This section is from the book "A Manual Of Weeds", by Ada E. Georgia. Also available from Amazon: A Manual Of Weeds.
Native. Annual. Propagates by seeds.
Time of bloom: July to September.
Seed-time: September to November.
Range: Massachusetts to Minnesota, southward to the Gulf of
Mexico. Habitat: Dry, sandy soil; fields, meadows, pastures, roadsides, and waste places; most troublesome in the Southwest.
Pastures rankly infested with this weed are nearly useless, for it is strongly cathartic and when eaten in any quantity by cattle and sheep they "scour" very badly; grazing horses are sickened in the same way and must be relieved by change of forage. Young stalks are often mown and baled with the hay of infested meadows, causing the same trouble when the fodder is used in winter.
The plant is low and spreading, often branching wider than its height of one or two feet. When young the stem may be sparsely hairy, but usually it is smooth and pale green. Leaves pin-nately compound, composed of ten to fifteen pairs of small, entire, lance-shaped leaflets each tipped with a sharp bristle; petioles short, with persistent, awl-shaped stipules and having near the base a sessile gland. The leaves are sensitive, and at night "go to sleep" by folding their blades face to face and drooping against the stalk. Flowers large, often more than an inch across, lifted on slender peduncles from the upper axils, singly or in clusters of two or three; they are bright golden yellow, but often two or three of the rounded petals are spotted with purple at the base, and usually six of the anthers are purple and four are yellow. Pods slender, about two inches long, slightly hairy; when ripe, they split apart with a slightly twisting action by which the seeds are thrown a short distance from the parent plant; so that next year, where one weed grew there will be a little patch. (Fig. 158.)
Fig. 158. - Partridge Pea (Cassia Chamoecrista). X 1/3.

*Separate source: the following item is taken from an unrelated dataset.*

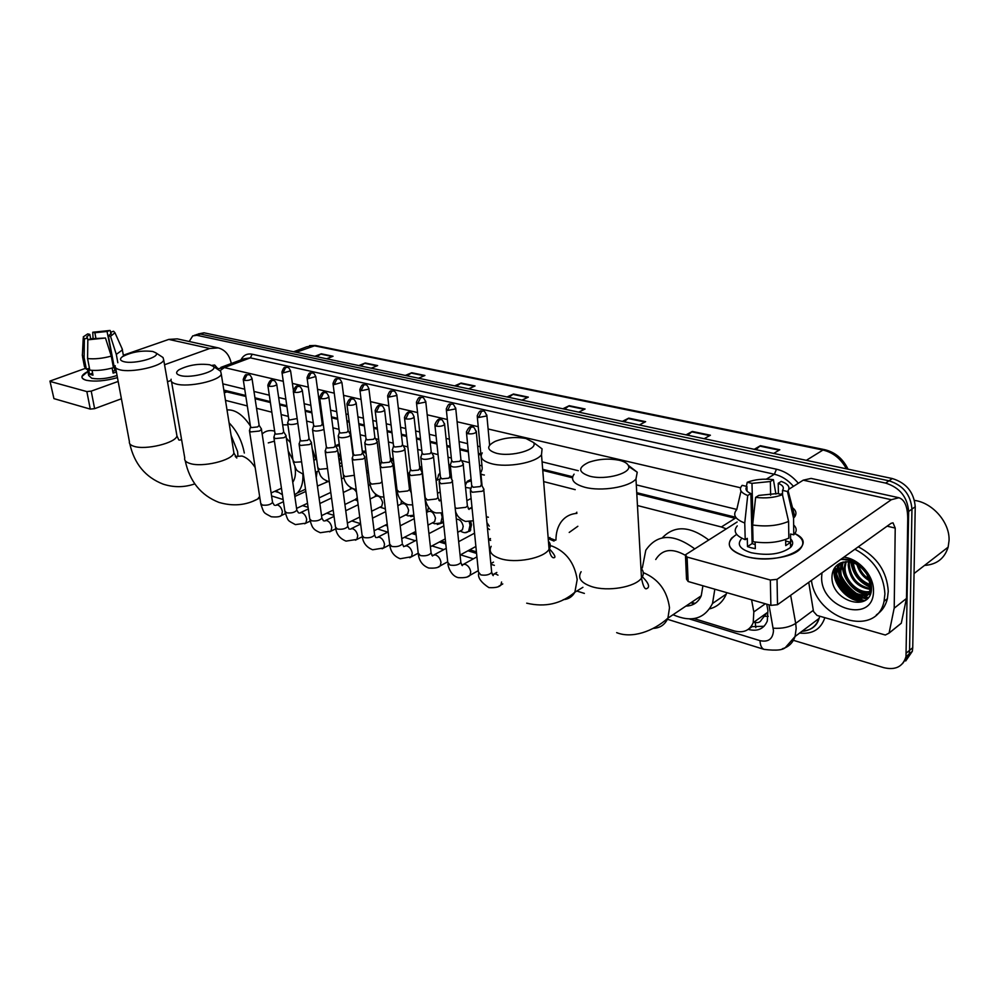 <?xml version="1.0" encoding="UTF-8"?>
<svg xmlns="http://www.w3.org/2000/svg" width="999" height="999" viewBox="0 0 999 999"><rect width="100%" height="100%" fill="white"/><g stroke="black" fill="none" stroke-linecap="round" stroke-linejoin="round"><path stroke-width="1.5" d="M338.349 444.48L336.213 445.429L339.31 444.468M362.287 451.236L365.846 451.498M390.334 457.929L393.381 459.34M419.555 466.121L421.953 468.169M438.261 475.312L440.022 473.002M450 476.086L451.648 478.484M466.221 483.029L467.295 481.293L471.103 479.557M455.919 515.197L456.668 513.973M470.729 521.528L471.478 524.875L470.042 531.056L464.86 532.692M548.139 537.512L555.456 540.259M755.831 627.684L755.207 622.34C758.116 623.076 760.177 622.265 761.375 619.917L767.007 612.774L753.209 622.664L753.82 611.925L751.573 599.8M694.317 603.896L690.858 602.772M245.841 396.428L225.324 391.546L225.225 390.422M726.285 528.858L721.365 526.972L735.139 518.306L636.8 493.818M572.477 477.784L542.769 470.392M480.944 454.995L478.471 454.37M468.369 451.86L459.927 449.75M450.224 447.34L446.915 446.516M436.925 444.018L430.194 442.345M420.604 439.96L416.508 438.936M406.63 436.476L401.486 435.189M392.008 432.829L387.187 431.63M377.435 429.208L373.763 428.284M364.385 425.961L358.916 424.587M349.263 422.19L346.978 421.615M337.699 419.305L331.606 417.794M322.065 415.409L321.066 415.159M311.9 412.874L305.232 411.213M286.938 406.668L279.745 404.87M270.392 402.547L255.082 398.726M753.708 622.315L754.844 622.24M721.365 526.972L637.462 505.544M575.212 489.66L543.656 481.593M481.98 465.846L479.52 465.222M469.43 462.649L461.476 460.614M451.336 458.029L448.027 457.18M438.062 454.632L431.805 453.034M421.765 450.474L417.682 449.438M407.829 446.915L403.159 445.729M393.231 443.194L388.424 441.958M378.683 439.473L375.499 438.661M365.671 436.151L360.202 434.752M350.562 432.292L348.763 431.83M339.023 429.345L332.942 427.797M313.274 422.777L306.606 421.066M288.349 416.408L281.156 414.573M271.828 412.187L256.543 408.291M247.315 405.931L225.487 400.362M694.068 618.606L734.277 630.943C743.481 633.291 749.787 630.531 753.209 622.664M413.611 532.542L415.921 533.254M441.221 541.021L445.616 542.37M469.78 549.787L476.411 551.823M368.294 470.941L367.532 470.791M395.592 477.947L394.543 478.071M385.377 508.966L384.69 508.841M413.961 516.196L410.552 516.545M443.306 520.841L442.132 523.039L437.262 524.487M863.66 601.261L856.817 598.738L863.66 601.261M853.933 597.165C846.403 592.507 840.821 586.188 837.174 578.196C840.821 586.188 846.403 592.507 853.933 597.165M835.664 574.2L834.365 568.269L835.664 574.2M189.198 341.496L192.745 335.864L196.865 335.302L885.638 483.091C899.737 487.549 907.404 497.002 908.653 511.463L905.981 656.643C902.846 666.72 895.466 670.391 883.828 667.669L793.381 640.309M196.303 334.615L200.437 334.053L888.985 480.806C903.071 485.239 910.726 494.667 911.95 509.103L909.577 650.337L909.165 653.958L902.547 663.636L909.165 653.958L909.577 650.337L911.95 509.103C910.726 494.667 903.071 485.239 888.985 480.806L200.437 334.053L194.58 335.214M867.107 598.801L863.473 597.689L867.107 598.801M862.899 597.477L862.025 597.115L862.899 597.477M852.172 591.133L843.893 581.955L852.172 591.133M840.147 574.999L839.123 572.24L840.147 574.999M838.323 569.355L837.749 566.346L838.323 569.355M748.214 629.395L748.251 629.407C757.529 631.743 763.885 628.945 767.307 621.003L767.906 610.476L766.745 604.183M734.015 516.858L636.738 492.682M572.664 476.76L542.682 469.305M480.844 453.946L478.371 453.321M468.256 450.811L459.827 448.713M450.124 446.303L446.803 445.479M436.813 442.994L430.082 441.321M420.492 438.936L416.396 437.924M406.518 435.464L401.373 434.19M391.883 431.83L387.075 430.631M377.31 428.209L373.638 427.297M364.273 424.975L358.791 423.613M349.138 421.203L346.84 420.641M337.575 418.331L331.481 416.82M321.928 414.448L320.941 414.198M311.763 411.925L305.095 410.264M286.8 405.719L279.608 403.933M270.254 401.61L254.945 397.802M245.704 395.504L223.838 390.072M764.085 626.273L751.061 626.66M835.139 567.157L835.913 571.528M836.725 574.288C840.471 584.69 847.289 592.557 857.154 597.877M859.028 598.751L864.697 600.686M198.152 333.966L203.996 332.804L892.319 478.546C906.38 482.954 914.023 492.345 915.234 506.743L912.736 647.677L912.337 651.298L905.718 660.951M622.377 421.391L628.733 418.131L645.641 421.678L639.31 424.975M686.026 434.865L692.307 431.443L710.401 435.227L704.158 438.711M754.233 449.313L760.401 445.691L779.832 449.75L773.688 453.434M454.632 385.876L461.076 383.054L475.049 385.976L468.606 388.836M405.307 375.424L411.75 372.739L424.912 375.487L418.469 378.221M358.803 365.584L365.234 362.999L377.659 365.597L371.216 368.206M314.885 356.281L321.303 353.808L333.042 356.268L326.623 358.766M562.849 408.791L569.243 405.694L585.089 409.003L578.696 412.137M507.042 396.978L513.474 394.018L528.334 397.127L521.915 400.124M508.803 397.34L513.474 394.018M564.585 409.153L569.243 405.694M316.671 356.668L321.303 353.808M360.589 365.959L365.234 362.999M407.08 375.811L411.75 372.739M456.406 386.251L461.076 383.054M755.856 449.65L760.401 445.691M687.699 435.227L692.307 431.443M624.088 421.753L628.733 418.131M86.139 380.219C80.057 378.184 80.644 375.262 87.9 371.466L81.993 376.423C81.631 378.084 83.004 379.345 86.139 380.219L86.463 380.307C94.98 381.893 105.307 381.006 117.457 377.647C105.045 381.069 94.593 381.918 86.139 380.219M231.281 363.524C229.533 355.07 225.2 349.862 218.282 347.902L177.285 338.873L168.794 339.41L123.339 355.194M218.282 347.902L209.74 348.489L164.548 364.747M85.09 368.469L49.95 381.081L53.934 398.626L50 381.293M86.851 391.583L91.221 391.133L94.618 408.666L90.272 409.103L86.851 391.583L50.437 381.543M118.169 381.431L91.221 391.133M90.272 409.103L53.934 398.626M94.618 408.666L121.403 398.776M167.507 381.743L170.966 380.469M211.751 365.409L214.648 365.01L217.782 368.544M87.862 339.81L86.813 336.713L89.823 334.39L90.684 338.873M96.004 338.711L94.868 332.729L107.043 331.468L113.998 365.921M112.675 370.891L113.936 370.941M92.058 370.367L92.994 375.174L89.535 374.275L88.424 368.519L86.364 369.243L84.465 366.67L82.492 356.543M117.058 375.474C107.492 378.633 99.038 379.558 91.708 378.246L88.674 375.487L87.4 368.881M116.408 372.028L113.087 373.114L112.15 368.082M113.436 367.707C104.633 370.117 96.766 370.916 89.823 370.13L87.575 358.541L87.837 339.822L90.971 338.773L105.469 338.012L111.264 356.119L113.436 367.707M121.89 348.276L122.365 349.962L116.296 354.383L110.527 336.313L108.354 335.814L114.86 370.529L112.762 371.403M117.845 362.737L116.296 354.383M111.264 356.119C102.422 358.491 94.53 359.303 87.575 358.541M110.827 332.168L110.102 330.457L107.043 331.468M94.868 332.729L92.745 332.242L93.082 338.848M92.745 332.242L110.102 330.457M110.889 334.178L110.527 332.267L113.599 331.243L114.972 332.779L110.527 336.313M105.469 338.012L87.837 339.822M110.527 332.267L111.264 333.566L108.354 335.814M87.5 337.962L84.366 339.011L84.116 357.679L86.364 369.243M84.116 357.679L82.23 355.169M84.366 339.011L83.279 336.863L87.712 333.903L89.823 334.39M92.607 373.189L89.535 374.275M116.196 370.866L114.86 370.529M123.826 361.65C134.291 364.66 161.563 356.968 155.707 352.759L152.81 351.486C141.758 350.224 131.618 351.96 122.402 356.68C119.48 358.903 119.955 360.552 123.826 361.65M161.726 356.668L163.024 357.517L163.711 359.977C162.512 366.208 131.294 373.189 119.618 369.73C116.184 368.818 114.71 367.482 115.235 365.696M237.937 455.694L237.55 451.436L231.094 435.402M229.083 422.827C236.975 430.956 242.058 441.034 244.318 453.047M227.023 409.952C235.09 409.353 242.882 414.71 250.412 425.999M180.444 375.562C191.646 378.771 219.118 370.891 213.137 366.296L209.753 364.76C198.676 363.374 188.424 365.035 178.996 369.755C175.437 372.327 175.911 374.263 180.444 375.562M218.993 370.167L220.642 371.266L221.291 374.15C219.53 380.781 188.474 387.637 176.124 384.003C172.078 382.929 170.417 381.331 171.129 379.233M292.757 482.28C295.142 478.858 295.941 474.113 295.13 468.032L294.955 466.945M302.909 474.15C303.259 482.767 301.348 489.06 297.178 493.056L294.593 494.855M282.405 494.717L275.886 490.796M317.095 471.615L316.246 477.572M305.544 489.473L304.645 489.622M292.969 459.89L288.199 450.974M274.425 441.158L268.256 442.894M262.163 434.028L263.187 433.116C266.358 430.669 270.18 429.995 274.65 431.118M286.313 438.111L290.459 442.607M282.655 424.812L287.899 424.875M312.188 448.526L315.884 459.365M496.216 453.196C511.401 457.43 539.06 449.313 533.416 442.432L526.023 438.536C515.397 436.6 505.107 437.55 495.167 441.371C486.226 446.091 486.575 450.037 496.216 453.196M537.112 445.179L542.07 448.863L541.508 454.695C536.101 462.762 507.005 468.019 491.396 463.661C482.43 461.126 479.383 457.53 482.267 452.897M577.847 526.273L569.205 532.442M555.956 539.984C555.968 533.191 557.517 527.422 560.626 522.689C564.497 517.02 569.929 513.911 576.923 513.374M575.774 513.474L576.835 512.212M589.66 476.173C605.906 480.656 633.416 472.752 628.209 465.247C626.947 463.061 623.938 461.401 619.193 460.264C608.766 458.254 598.626 458.941 588.736 462.325C577.722 467.594 578.034 472.215 589.66 476.173M628.608 466.433L637.237 472.215L635.976 478.958C629.482 487.137 601.111 491.758 584.727 487.237C573.738 484.065 570.204 479.695 574.1 474.15M685.901 606.093C693.131 605.856 698.239 602.434 701.236 595.816L702.921 585.776M695.117 603.396L691.52 602.335M714.834 589.21L712.524 603.458C704.57 619.005 691.408 622.752 673.051 614.71M726.81 592.657L726.273 594.093C722.939 601.91 717.394 606.83 709.64 608.853M687.849 605.981L686.825 605.481M685.189 555.219C671.965 547.789 662.15 549.213 655.731 559.515M642.332 567.869L645.791 550.262C657.142 533.728 673.451 533.241 694.705 548.838M662.325 537.824C674.475 525.124 689.934 525.849 708.703 539.972M249.413 430.494L250.774 431.918L259.365 431.044L261.476 429.495L261.164 428.546M243.294 379.945L250.499 426.548L251.486 427.572L257.692 426.935L259.128 425.274M317.432 486.076L328.159 481.506M328.659 481.643L329.358 481.968M326.398 481.88L326.423 480.856M357.255 497.839L355.294 499.512M357.654 500.911L354.857 499.725M273.813 437.062L275.237 438.586L283.978 437.699L286.039 436.163L285.714 435.127M267.907 385.801L274.937 433.079L275.961 434.165L282.28 433.529L283.679 431.818M343.306 492.47L350.374 489.135C352.41 487.837 354.458 488.873 356.531 492.245M350.474 489.048L350.549 487.512M370.092 499.001L375.274 496.491C378.559 495.104 381.019 497.14 382.642 502.609L381.768 506.268L380.344 506.968M385.352 508.816L379.907 507.18M299.026 443.843L300.524 445.479L309.428 444.567L311.426 443.057L311.089 441.945M293.369 391.858L300.2 439.81L301.273 440.984L307.704 440.334L309.066 438.586M375.312 496.453L375.512 494.143M401.436 500.724L400.949 504.108C404.395 502.559 406.943 504.607 408.628 510.252L407.767 513.873L406.206 514.647M413.823 515.197L408.104 515.884L405.769 514.872M325.112 450.849L326.685 452.597L335.739 451.685L337.687 450.187L337.337 448.988M319.717 398.126L326.323 446.778L327.46 448.039L334.003 447.377L335.314 445.579M426.561 512.437L427.51 511.95C431.056 510.252 433.716 512.325 435.464 518.156L434.627 521.715L432.929 522.589M441.146 513.099L442.195 517.082L440.796 522.989L434.64 523.763L432.467 522.827M352.11 458.104L353.771 459.977L362.987 459.041L364.872 457.579L364.498 456.281M346.99 404.62L353.359 453.983L354.558 455.332L361.213 454.657L362.487 452.822M427.435 511.988L428.484 507.367M456.343 519.193C459.815 519.218 462.112 521.59 463.211 526.311L462.4 529.807L460.527 530.794M469.193 521.728L470.029 525.224L468.681 531.018C467.008 532.904 464.785 533.191 462.025 531.893L460.064 531.043M364.735 442.657C365.559 445.03 369.118 445.329 375.387 443.531L377.197 442.157L380.07 465.596L381.818 467.619L391.196 466.67L393.007 465.247L392.619 463.823M375.249 411.351L381.368 461.451L382.629 462.899L389.41 462.212L390.621 460.327M455.931 515.272L456.818 514.285M490.459 538.798L489.073 539.285M490.621 540.434L488.598 539.535M409.028 473.376L410.876 475.536L420.429 474.562L422.177 473.189L421.765 471.653M404.558 418.319L410.377 469.168L411.713 470.729L418.618 470.029L419.78 468.106L422.265 471.004M487.425 527.897L489.585 529.582M439.073 481.418L441.021 483.741L450.749 482.754L452.41 481.431L451.985 479.757M434.952 425.562L440.472 477.185L441.883 478.846L448.913 478.134L450.012 476.161M470.229 489.76L472.29 492.257L482.205 491.258L483.791 489.997L483.329 488.186M466.508 433.067L471.69 485.489L473.176 487.275L480.344 486.55L481.381 484.527M548.226 538.673L554.033 541.071M337.949 452.147L340.671 457.505L339.223 461.725M287.6 422.839C288.436 424.862 291.77 425.062 297.565 423.426L297.839 423.301M341.87 463.798L339.36 462.762M282.005 372.54L288.711 418.918L289.747 419.967L297.165 418.556M335.689 446.303L339.473 445.704M312.462 429.233C313.299 431.368 316.695 431.593 322.652 429.907L323.938 429.195M368.269 470.766L366.508 470.616M307.105 378.234L313.611 425.274L314.697 426.398L320.979 425.761L322.29 424.113M364.573 451.111L362.387 452.097L366.059 453.109M338.162 435.839C338.998 438.086 342.47 438.349 348.576 436.6L350.449 435.189L350.112 434.066M395.517 477.347L394.505 477.759M333.067 384.128L339.36 431.843L340.497 433.042L346.878 432.392L348.151 430.706M390.497 459.303L393.631 461.413M377.197 442.157L376.86 440.921M359.915 390.222L365.971 438.623L367.182 439.91L373.676 439.248L374.9 437.525M392.245 449.712C393.044 452.222 396.678 452.547 403.134 450.699L404.882 449.35L404.52 448.027M387.712 396.528L393.519 445.641L394.78 447.015L401.398 446.341L402.572 444.58M436.101 480.457L440.109 479.07M437.125 479.957L438.786 474.625L440.097 473.651M420.704 457.018C421.503 459.665 425.224 460.039 431.868 458.129L433.541 456.818L433.166 455.382M416.508 403.059L422.04 452.897L423.376 454.383L430.107 453.696L431.231 451.885M465.534 487.437L471.066 488.249M465.334 485.352L466.745 482.33L471.228 480.756M450.199 464.572C450.974 467.37 454.782 467.794 461.625 465.821L463.236 464.56L462.837 463.012M446.341 409.827L451.585 460.414L452.984 462L459.84 461.313L460.914 459.465M480.769 472.402C480.169 473.738 481.368 474.625 484.378 475.037M745.716 556.431C727.472 550.137 724.437 542.782 736.638 534.353L731.668 538.086C725.936 545.566 730.631 551.673 745.716 556.431C779.769 566.433 822.389 544.917 793.768 533.091C803.171 537.849 805.231 543.206 799.962 549.188C791.945 557.842 763.86 561.613 745.716 556.431M894.155 608.229L906.43 598.513L894.155 608.229L889.073 633.116L885.326 635.014L816.995 615.421L813.498 611.488L808.74 582.33M906.505 597.889L907.741 519.005C907.691 506.805 904.757 499.712 898.913 497.727L891.333 499.712L777.035 579.358L777.522 604.707L891.071 523.326L893.031 522.814L895.216 528.071L894.217 607.604M906.43 598.513L901.285 623.239L898.688 625.287M898.913 497.727L811.113 478.409L803.221 480.169L788.848 489.26M782.554 493.244L780.881 494.305M737.15 521.977L685.451 554.782L687.087 557.067L688.136 581.505L686.513 579.158L685.514 556.293M777.522 604.707L770.878 605.369L770.341 580.019L687.087 557.067M770.341 580.019L777.035 579.358M770.878 605.369L688.136 581.505M792.332 541.321L790.634 540.109M755.219 544.642L752.147 543.556L750.873 493.556C746.203 491.496 744.892 489.135 746.94 486.451L747.065 491.183M752.834 532.929L751.885 533.354M752.959 521.94L751.985 483.366L770.354 481.518L770.641 495.217M752.072 540.659L753.021 540.234M755.157 542.045L755.319 548.663L751.186 547.777L747.502 546.615L747.277 538.349L745.217 539.685C735.539 535.776 732.879 531.181 737.262 525.886M790.621 538.811C793.343 541.645 793.318 544.505 790.571 547.402C781.206 554.195 768.119 555.968 751.31 552.734C740.271 549.288 736.862 544.83 741.058 539.36M785.639 539.472L785.751 545.604L790.671 542.282L790.546 534.003L793.78 534.815L793.543 518.131L787.437 491.496L782.504 490.372L782.592 495.317M790.534 544.368L792.057 545.429M793.643 524.937C796.977 528.159 797.027 531.443 793.793 534.802L793.78 534.815M788.848 538.124C778.658 542.532 766.733 543.731 753.059 541.72L752.634 524.999L755.631 497.365L758.778 495.417L777.497 493.531L782.442 494.667L788.586 521.391L788.848 538.124M790.908 506.63C795.816 509.665 797.127 512.999 794.829 516.633L793.543 518.131M788.586 521.391C778.346 525.736 766.37 526.948 752.634 524.999M775.923 494.068L773.401 479.645L770.354 481.518M751.985 483.366L747.227 482.28L746.39 486.326M747.227 482.28C754.794 479.408 763.523 478.533 773.401 479.645M778.408 493.731L778.221 483.291L781.255 481.406C788.074 483.928 790.346 487.037 788.099 490.721L787.437 491.496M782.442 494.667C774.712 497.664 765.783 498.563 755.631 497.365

Prevent development of seed. Postpone all other work for a day and cut the Partridge Pea patches on noting the first golden bloom. Repeat the operation with the new growth which follows, and as soon as all dormant seed in the ground has stirred into life and been given like treatment the trouble will be ended. New infestations should be promptly pulled or cut before any seed is formed. Ground on which plants have been allowed to mature and scatter seeds should be burned over in order to destroy them.